The Three Types of Arrogance: Antagonistic, Comparative and Individual
Different types of arrogance cause harm, not only to others, but also to oneself. This vertical perception of oneself, in relation to others, nourishes distancing and conflict, but additionally leads to the error with great ease.
Arrogance is a characteristic that destroys, but also self-destructs. It produces a stagnation in emotional development and is typical of those who have had difficulty establishing the boundary between the external and the internal world. There are several types of arrogance, but the common thing in all of them is the distorted vision of reality.
Types of arrogance
Another aspect common to all types of arrogance is that this characteristic generates a hostile distancing effect with others. The arrogant can only exercise his excessive narcissism by belittling others and reality itself. Thus, we speak of people who have significant difficulties in establishing intimate ties with others.
The common thing is that someone who is arrogant ends up being a victim of their self-deception, either because the distortion of reality leads them to make mistakes or because this defect is paid for with solitude and rejection by others. Next, we will talk about the three most common types of arrogance and their consequences.
1. Antagonistic, the first of the arrogance types
First, let’s clarify that arrogance is an attitude. The person manages a belief: he is superior to others. At the same time, he relies on it to think that he deserves more than others or that his contributions, as a rule, will have more value. Along these same lines, we can identify an excess of confidence that often leads them to make mistakes and persist in them.
There are various types of arrogance. The most classic is antagonistic arrogance. As its name already anticipates, it is a type of arrogance in which behaviors are aimed at controversializing others, or antagonizing others, on the basis of denigrating them. It is sought that the others are below the arrogant.
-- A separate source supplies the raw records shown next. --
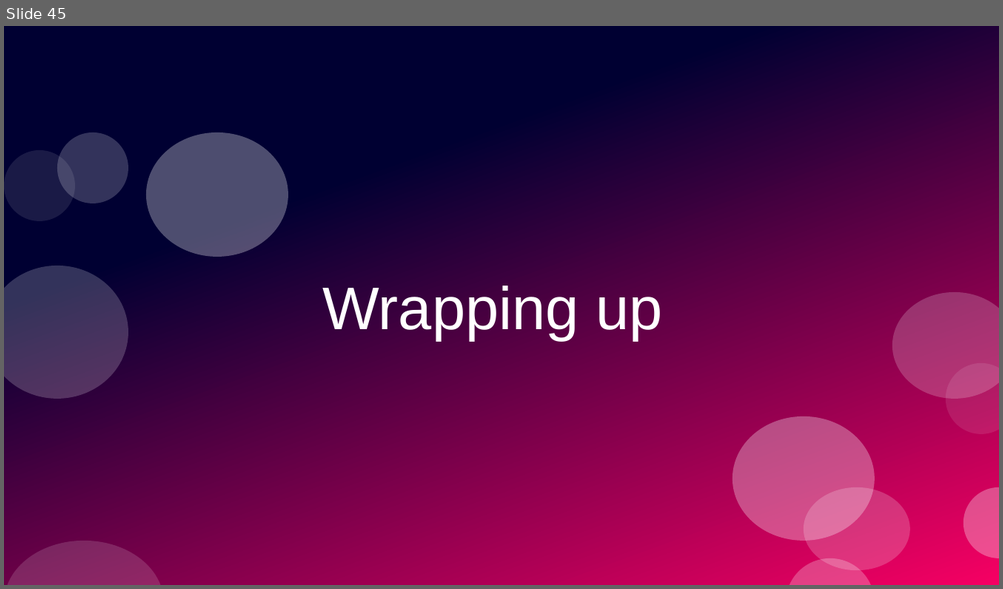
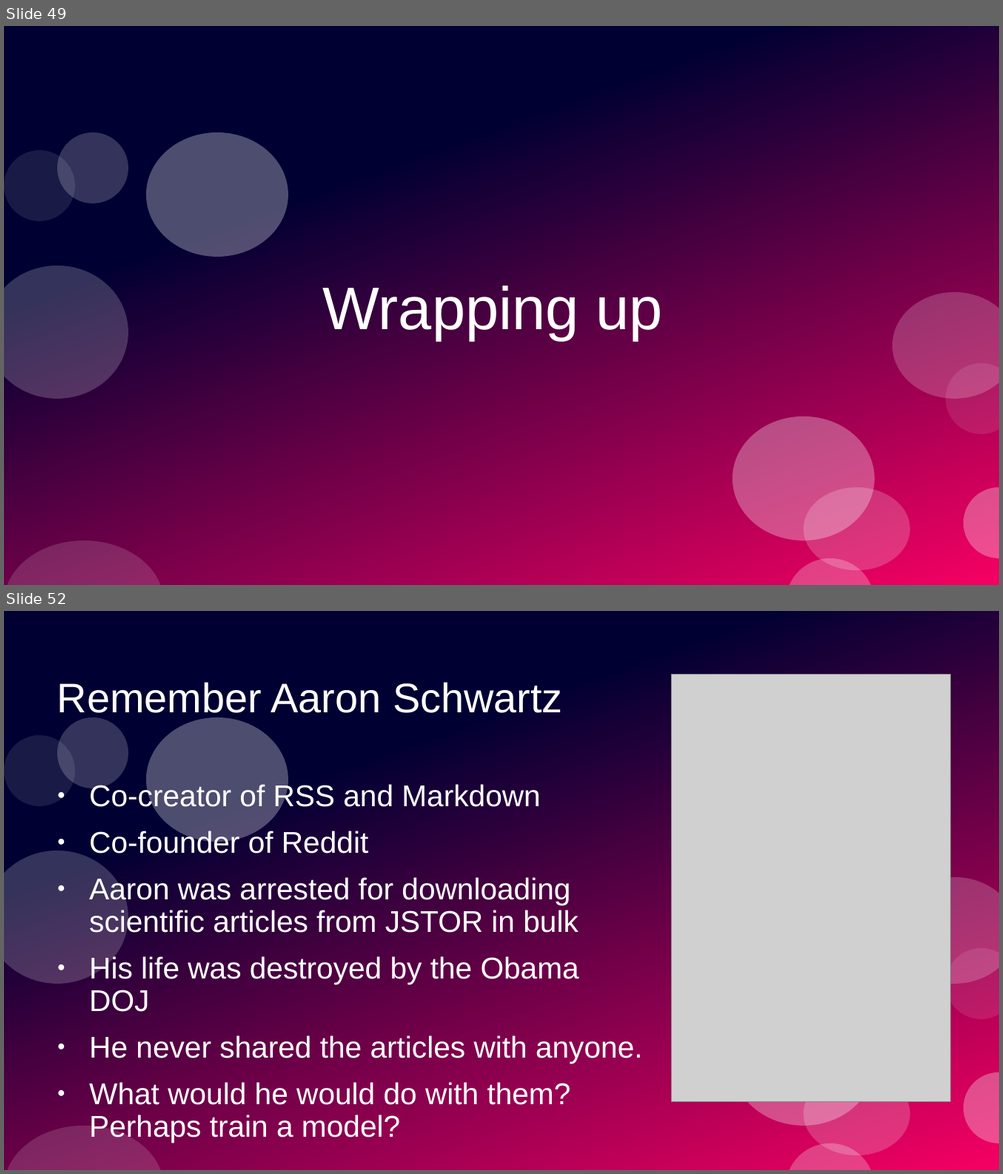
Before and after one commit to ramalho/sets-in-go, a slide deck: sets-in-go.odp. Shown one above the other, each under a label of ours: slide 45 before the commit, slides 49 and 52 after it; the slides between them are not shown. The pictures are 1003x589 and 1003x1174 pixels, drawn with LibreOffice and Linux fonts; fonts in the diff are those of the drawing; grey boxes stand for pictures. Boxes give left, top, right and bottom in pixels: in the first picture for what was removed or moved away, otherwise in the second. Text is boxed around its words. In the diff, an @@ line names an element or a change of style, - is before the commit and + after.

```diff
--- a/sets-in-go.odp
+++ b/sets-in-go.odp
@@ slide 52 added at [4,611,999,1170], background #FFFFFF; not listed: 12 template elements that a slide beside it also shows @@
@@ picture added at [671,674,950,1102] @@
@@ title added at [57,682,563,720], 33 pt, text #FFFFFF @@
+Remember Aaron Schwartz
@@ text added at [89,782,643,1142], 24 pt, text #FFFFFF @@
+● Co-creator of RSS and Markdown
+● Co-founder of Reddit
+● Aaron was arrested for downloading scientific articles from JSTOR in bulk
+● His life was destroyed by the Obama DOJ
+● He never shared the articles with anyone.
+● What would he would do with them? Perhaps train a model?
@@ what was slide 45 is now slide 49 @@
```
Also in this commit, not shown: 5 slides changed, 8 other slides added, 1 slide removed, 2 other files.

It is the typical case of the “sabiondos”. People who do not give space to doubt and who, with few data, make generalizations with a wide margin of error, ignoring this risk when they use them as if they were part of an absolute reason or truth. Or the “beautiful”, who exalt their physique as if it were the very paradigm of beauty. Or those who feel morally superior to others, using their scale of values to judge others.
2. Comparative arrogance
The comparative arrogance is similar to the previous one, although a little more discreet. In fact, sometimes it is not expressed in an open way, but it is expressed at the level of one’s own thought. It has to do with the compulsion to compare yourself with others, always from a vertical point of view. The goal is to put others below themselves.
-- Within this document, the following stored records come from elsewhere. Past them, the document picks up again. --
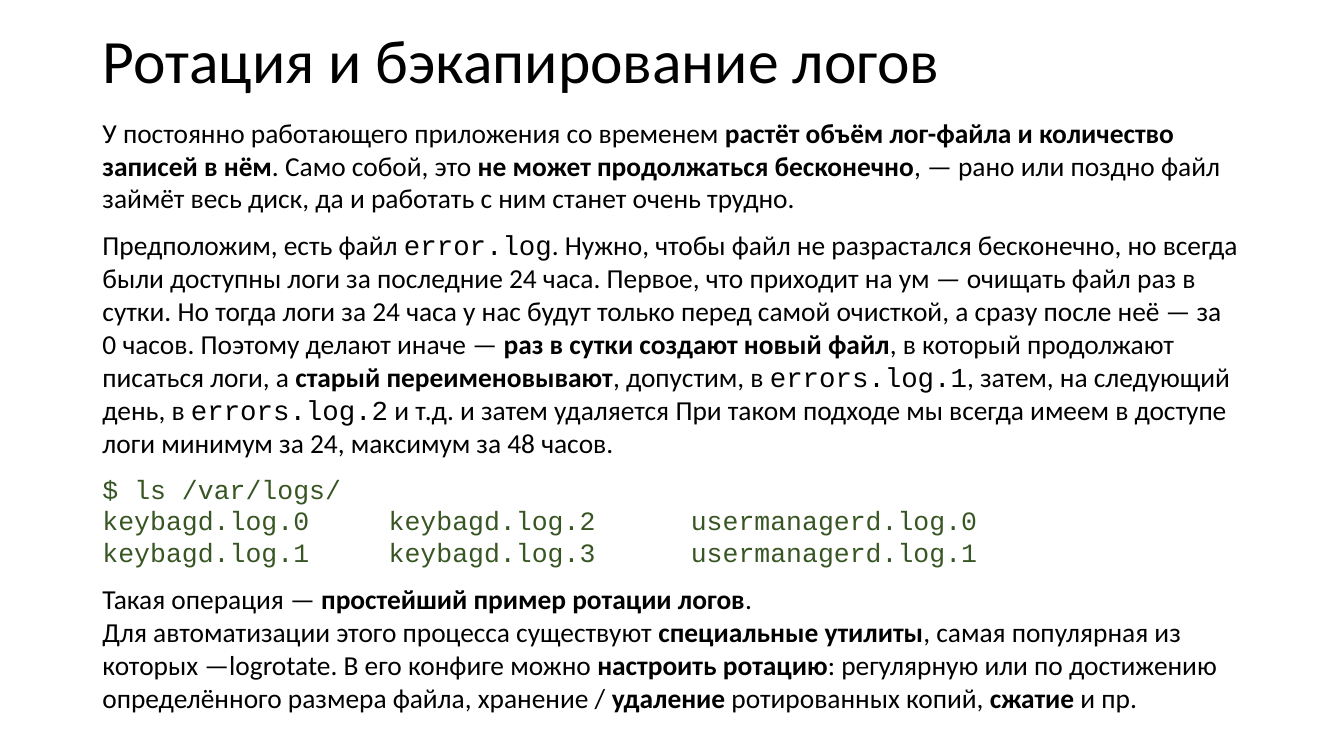
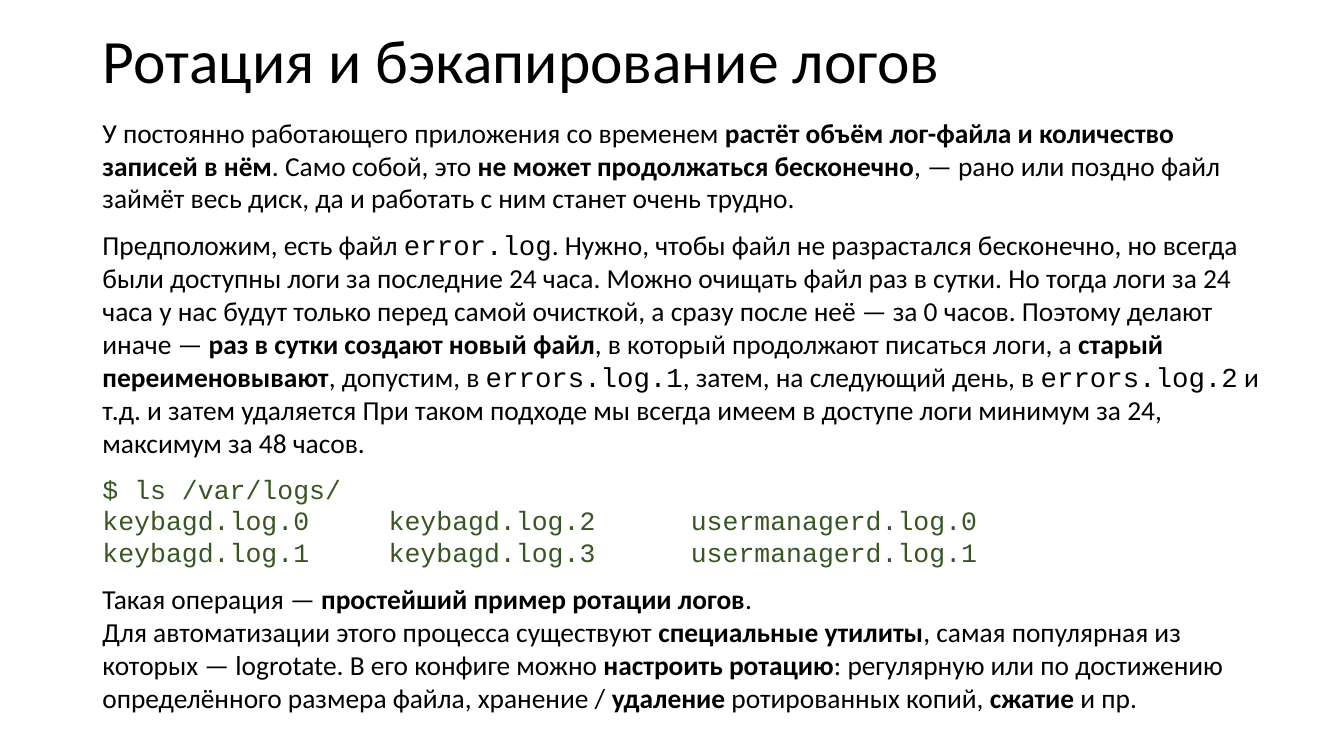
Before and after one commit to xtrueman/prog_instruments, a slide deck: slide 19 of presentations/Logging.pptx. Drawn at 1344x756 pixels with LibreOffice and Linux fonts; fonts in the diff are those of the drawing. Boxes give left, top, right and bottom in pixels: in the first picture for what was removed or moved away, otherwise in the second. Text is boxed around its words. In the diff, an @@ line names an element or a change of style, - is before the commit and + after.

```diff
--- a/presentations/Logging.pptx
+++ b/presentations/Logging.pptx
@@ text at <box>102,236,1259,458</box>: text changed @@
-Предположим, есть файл error.log. Нужно, чтобы файл не разрастался бесконечно, но всегда были доступны логи за последние 24 часа. Первое, что приходит на ум — очищать файл раз в сутки. Но тогда логи за 24 часа у нас будут только перед самой очисткой, а сразу после неё — за 0 часов. Поэтому делают иначе — раз в сутки создают новый файл, в который продолжают писаться логи, а старый переименовывают, допустим, в errors.log.1, затем, на следующий день, в errors.log.2 и т.д. и затем удаляется При таком подходе мы всегда имеем в доступе логи минимум за 24, максимум за 48 часов.
+Предположим, есть файл error.log. Нужно, чтобы файл не разрастался бесконечно, но всегда были доступны логи за последние 24 часа. Можно очищать файл раз в сутки. Но тогда логи за 24 часа у нас будут только перед самой очисткой, а сразу после неё — за 0 часов. Поэтому делают иначе — раз в сутки создают новый файл, в который продолжают писаться логи, а старый переименовывают, допустим, в errors.log.1, затем, на следующий день, в errors.log.2 и т.д. и затем удаляется При таком подходе мы всегда имеем в доступе логи минимум за 24, максимум за 48 часов.
@@ text at <box>102,590,1223,713</box>: spaces changed @@
-Такая операция — простейший пример ротации логов.
-Для автоматизации этого процесса существуют специальные утилиты, самая популярная из которых —logrotate. В его конфиге можно настроить ротацию: регулярную или по достижению определённого размера файла, хранение / удаление ротированных копий, сжатие и пр.
+Такая операция — простейший пример ротации логов.
+Для автоматизации этого процесса существуют специальные утилиты, самая популярная из которых — logrotate. В его конфиге можно настроить ротацию: регулярную или по достижению определённого размера файла, хранение / удаление ротированных копий, сжатие и пр.
```
Also in this commit, not shown: 13 other slides changed, 1 slide added, 1 other file.

This is one of the most discreet types of arrogance. Those who adopt this attitude may not even enter into a debate with others. They hear, but they do not listen to the arguments of others because they do not think that something of value can exist in them. They agree, but deep down they deny.
A classic example of this type of arrogance is the vertical boss who is convinced that he can learn nothing from his team. Therefore, he does not even bother to consult the opinion of others, but assumes that his perception is better.
3. Individual arrogance
The third of the types of arrogance is the individual. We could say that it is the most naive form of arrogance and also, perhaps, the least malicious. Basically it is expressed on the level of language and aims to convince himself, and others, that they have superior virtues or skills.
What characterizes this type of arrogance is continuous self-exaltation. The person wants to believe that he has more virtues than others, that his works are better than those of others or that his achievements are more far-reaching than those of those around him. It is not uncommon for this type of pride to be accompanied by victimizing behaviors to support/justify error or inferiority.
Individual arrogance is an attempt to magnify oneself, more out of self-acceptance difficulties, than out of an interest to harm others. Despite everything, like other types of arrogance, it ends up affecting others.
Many mistakes are made by arrogance, whatever the type. Pride does not reveal reality as it is. Therefore, some mistake is easily made leading to undesirable consequences.
Although we all have something arrogant, sometimes it is a manifestation of self-love difficult to avoid the important thing is to pacify the ego and not allow it to become a veil that turns against us and or that of others.